▶ Supplied material:
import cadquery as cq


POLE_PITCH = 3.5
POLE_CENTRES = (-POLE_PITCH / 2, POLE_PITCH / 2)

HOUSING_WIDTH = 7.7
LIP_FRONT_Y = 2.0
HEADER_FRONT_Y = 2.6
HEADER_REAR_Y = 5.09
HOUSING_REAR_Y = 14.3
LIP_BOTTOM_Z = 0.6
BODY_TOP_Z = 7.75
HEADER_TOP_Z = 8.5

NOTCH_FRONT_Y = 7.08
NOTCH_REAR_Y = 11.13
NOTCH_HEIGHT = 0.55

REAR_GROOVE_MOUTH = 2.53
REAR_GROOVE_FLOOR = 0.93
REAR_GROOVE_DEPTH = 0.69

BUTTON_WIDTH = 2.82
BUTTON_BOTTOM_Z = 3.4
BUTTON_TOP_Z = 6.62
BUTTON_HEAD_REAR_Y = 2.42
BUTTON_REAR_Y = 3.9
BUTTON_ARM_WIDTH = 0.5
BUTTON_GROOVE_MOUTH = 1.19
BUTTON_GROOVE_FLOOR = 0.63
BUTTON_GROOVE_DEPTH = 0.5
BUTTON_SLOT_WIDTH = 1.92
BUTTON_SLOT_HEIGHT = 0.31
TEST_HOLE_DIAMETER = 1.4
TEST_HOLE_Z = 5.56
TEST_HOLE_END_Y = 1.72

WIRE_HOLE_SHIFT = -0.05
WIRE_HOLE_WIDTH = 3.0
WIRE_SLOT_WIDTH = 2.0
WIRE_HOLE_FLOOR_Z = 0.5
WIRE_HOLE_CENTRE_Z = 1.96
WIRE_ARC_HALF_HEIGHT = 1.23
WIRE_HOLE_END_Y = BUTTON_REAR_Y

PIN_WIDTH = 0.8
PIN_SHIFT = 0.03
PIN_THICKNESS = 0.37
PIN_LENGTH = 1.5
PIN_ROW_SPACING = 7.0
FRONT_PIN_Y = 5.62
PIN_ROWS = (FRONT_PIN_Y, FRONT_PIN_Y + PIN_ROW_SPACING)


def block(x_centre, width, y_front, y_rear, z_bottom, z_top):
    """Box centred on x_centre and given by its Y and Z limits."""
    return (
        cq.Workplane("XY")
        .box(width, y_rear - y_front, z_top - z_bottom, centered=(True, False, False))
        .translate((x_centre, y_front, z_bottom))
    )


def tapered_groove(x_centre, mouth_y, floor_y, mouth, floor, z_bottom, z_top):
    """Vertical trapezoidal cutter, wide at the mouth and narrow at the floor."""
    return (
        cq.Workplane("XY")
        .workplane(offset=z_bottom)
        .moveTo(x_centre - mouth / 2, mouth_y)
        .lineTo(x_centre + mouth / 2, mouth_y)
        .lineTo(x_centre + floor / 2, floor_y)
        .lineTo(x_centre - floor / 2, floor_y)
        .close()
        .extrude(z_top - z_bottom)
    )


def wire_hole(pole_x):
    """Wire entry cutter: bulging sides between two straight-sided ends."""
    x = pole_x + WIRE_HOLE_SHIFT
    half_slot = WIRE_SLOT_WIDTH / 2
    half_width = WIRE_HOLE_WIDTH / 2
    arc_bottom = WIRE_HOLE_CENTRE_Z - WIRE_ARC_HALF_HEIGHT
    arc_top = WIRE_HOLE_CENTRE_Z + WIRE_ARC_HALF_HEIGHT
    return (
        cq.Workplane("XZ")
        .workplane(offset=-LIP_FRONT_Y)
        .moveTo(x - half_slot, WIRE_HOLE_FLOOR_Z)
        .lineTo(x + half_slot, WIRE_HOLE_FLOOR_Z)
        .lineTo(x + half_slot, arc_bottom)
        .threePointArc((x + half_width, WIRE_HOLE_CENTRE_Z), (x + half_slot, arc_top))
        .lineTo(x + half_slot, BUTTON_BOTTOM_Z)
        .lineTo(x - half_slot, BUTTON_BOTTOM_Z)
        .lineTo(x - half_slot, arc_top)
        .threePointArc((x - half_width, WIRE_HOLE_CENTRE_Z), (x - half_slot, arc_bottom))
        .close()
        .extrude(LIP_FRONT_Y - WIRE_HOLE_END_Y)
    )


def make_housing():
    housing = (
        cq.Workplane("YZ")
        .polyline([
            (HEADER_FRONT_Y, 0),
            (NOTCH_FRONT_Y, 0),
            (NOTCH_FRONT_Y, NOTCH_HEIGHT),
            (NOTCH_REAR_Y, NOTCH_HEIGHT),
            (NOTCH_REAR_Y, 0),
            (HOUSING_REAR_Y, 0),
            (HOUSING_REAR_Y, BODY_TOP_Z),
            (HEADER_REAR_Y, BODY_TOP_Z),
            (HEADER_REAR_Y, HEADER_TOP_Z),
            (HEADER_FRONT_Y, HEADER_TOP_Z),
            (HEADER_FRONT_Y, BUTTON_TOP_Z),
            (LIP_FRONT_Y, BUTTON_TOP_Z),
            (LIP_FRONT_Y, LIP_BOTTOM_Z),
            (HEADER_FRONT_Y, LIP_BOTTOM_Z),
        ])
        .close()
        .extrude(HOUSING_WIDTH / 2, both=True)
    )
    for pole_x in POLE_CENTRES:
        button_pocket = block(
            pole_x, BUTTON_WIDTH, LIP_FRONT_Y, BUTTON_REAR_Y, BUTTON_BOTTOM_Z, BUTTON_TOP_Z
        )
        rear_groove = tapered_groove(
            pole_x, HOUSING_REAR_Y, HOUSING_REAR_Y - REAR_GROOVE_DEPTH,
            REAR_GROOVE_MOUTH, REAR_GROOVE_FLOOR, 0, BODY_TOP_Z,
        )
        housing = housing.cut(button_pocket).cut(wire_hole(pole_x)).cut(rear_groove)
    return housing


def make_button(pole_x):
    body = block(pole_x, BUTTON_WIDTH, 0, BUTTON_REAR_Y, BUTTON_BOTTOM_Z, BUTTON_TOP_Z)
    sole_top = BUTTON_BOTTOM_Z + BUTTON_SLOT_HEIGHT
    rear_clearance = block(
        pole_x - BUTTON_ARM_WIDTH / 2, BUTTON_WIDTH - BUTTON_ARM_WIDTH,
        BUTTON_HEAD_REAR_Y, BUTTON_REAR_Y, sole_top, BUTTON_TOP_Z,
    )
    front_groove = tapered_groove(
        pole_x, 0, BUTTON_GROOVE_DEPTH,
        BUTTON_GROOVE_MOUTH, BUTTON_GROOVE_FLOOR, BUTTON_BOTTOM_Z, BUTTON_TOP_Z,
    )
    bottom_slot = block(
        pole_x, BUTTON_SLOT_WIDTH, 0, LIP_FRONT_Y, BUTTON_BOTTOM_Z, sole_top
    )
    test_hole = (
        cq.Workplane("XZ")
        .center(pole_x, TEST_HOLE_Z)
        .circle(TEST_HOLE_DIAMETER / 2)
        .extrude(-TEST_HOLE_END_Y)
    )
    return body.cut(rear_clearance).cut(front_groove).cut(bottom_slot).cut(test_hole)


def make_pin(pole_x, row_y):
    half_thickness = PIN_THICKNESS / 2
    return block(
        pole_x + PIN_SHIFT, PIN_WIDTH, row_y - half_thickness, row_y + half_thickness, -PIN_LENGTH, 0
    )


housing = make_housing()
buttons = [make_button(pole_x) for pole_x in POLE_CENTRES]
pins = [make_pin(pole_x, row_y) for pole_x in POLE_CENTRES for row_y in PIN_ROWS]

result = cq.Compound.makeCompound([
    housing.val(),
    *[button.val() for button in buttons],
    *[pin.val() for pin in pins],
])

--

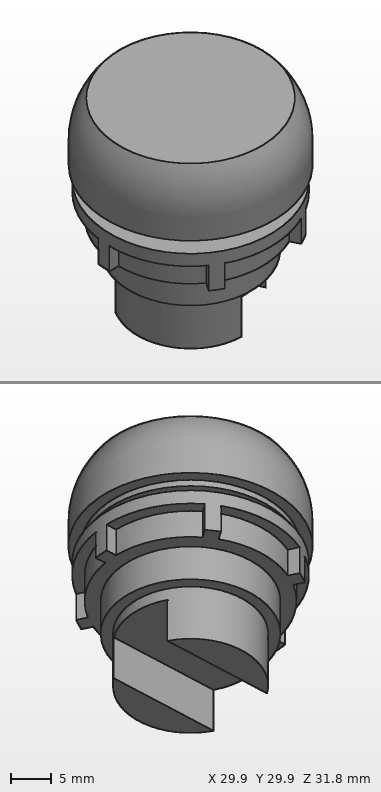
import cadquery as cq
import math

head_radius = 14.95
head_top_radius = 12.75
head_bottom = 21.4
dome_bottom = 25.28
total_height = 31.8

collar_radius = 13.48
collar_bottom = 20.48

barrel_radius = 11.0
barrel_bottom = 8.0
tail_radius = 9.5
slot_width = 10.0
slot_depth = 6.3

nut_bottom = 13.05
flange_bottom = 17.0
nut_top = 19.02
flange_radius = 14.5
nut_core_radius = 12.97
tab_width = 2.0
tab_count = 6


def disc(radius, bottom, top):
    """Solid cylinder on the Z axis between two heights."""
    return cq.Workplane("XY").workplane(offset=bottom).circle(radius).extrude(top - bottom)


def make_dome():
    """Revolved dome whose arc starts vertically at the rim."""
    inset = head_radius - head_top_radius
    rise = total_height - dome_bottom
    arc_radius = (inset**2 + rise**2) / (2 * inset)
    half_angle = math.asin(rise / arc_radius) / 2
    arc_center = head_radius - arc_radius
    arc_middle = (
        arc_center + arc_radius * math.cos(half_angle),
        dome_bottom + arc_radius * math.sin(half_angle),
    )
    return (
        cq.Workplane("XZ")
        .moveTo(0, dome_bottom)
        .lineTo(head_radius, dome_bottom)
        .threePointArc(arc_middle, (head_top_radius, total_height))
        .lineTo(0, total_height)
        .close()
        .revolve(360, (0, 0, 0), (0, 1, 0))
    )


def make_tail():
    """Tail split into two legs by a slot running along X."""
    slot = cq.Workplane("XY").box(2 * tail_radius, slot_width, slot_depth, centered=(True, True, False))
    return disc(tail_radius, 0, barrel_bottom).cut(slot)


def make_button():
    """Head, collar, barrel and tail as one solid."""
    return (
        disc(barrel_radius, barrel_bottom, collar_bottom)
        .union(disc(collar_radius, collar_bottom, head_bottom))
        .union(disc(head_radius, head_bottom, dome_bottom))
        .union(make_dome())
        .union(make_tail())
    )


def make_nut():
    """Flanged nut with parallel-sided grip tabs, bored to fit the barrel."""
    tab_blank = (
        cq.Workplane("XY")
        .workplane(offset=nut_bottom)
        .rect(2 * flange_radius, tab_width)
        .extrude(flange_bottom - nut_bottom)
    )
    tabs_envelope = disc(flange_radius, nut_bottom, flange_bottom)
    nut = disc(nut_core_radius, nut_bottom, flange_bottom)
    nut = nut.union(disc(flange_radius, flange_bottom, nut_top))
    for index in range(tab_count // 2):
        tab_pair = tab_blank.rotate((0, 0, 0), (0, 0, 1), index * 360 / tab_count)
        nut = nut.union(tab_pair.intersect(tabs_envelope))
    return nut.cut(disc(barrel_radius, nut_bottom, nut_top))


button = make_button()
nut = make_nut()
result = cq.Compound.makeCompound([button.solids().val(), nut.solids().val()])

▶ Directions: The reply should consist of one number: how many lines of the material contain the word "offset".

▶ Response below: 4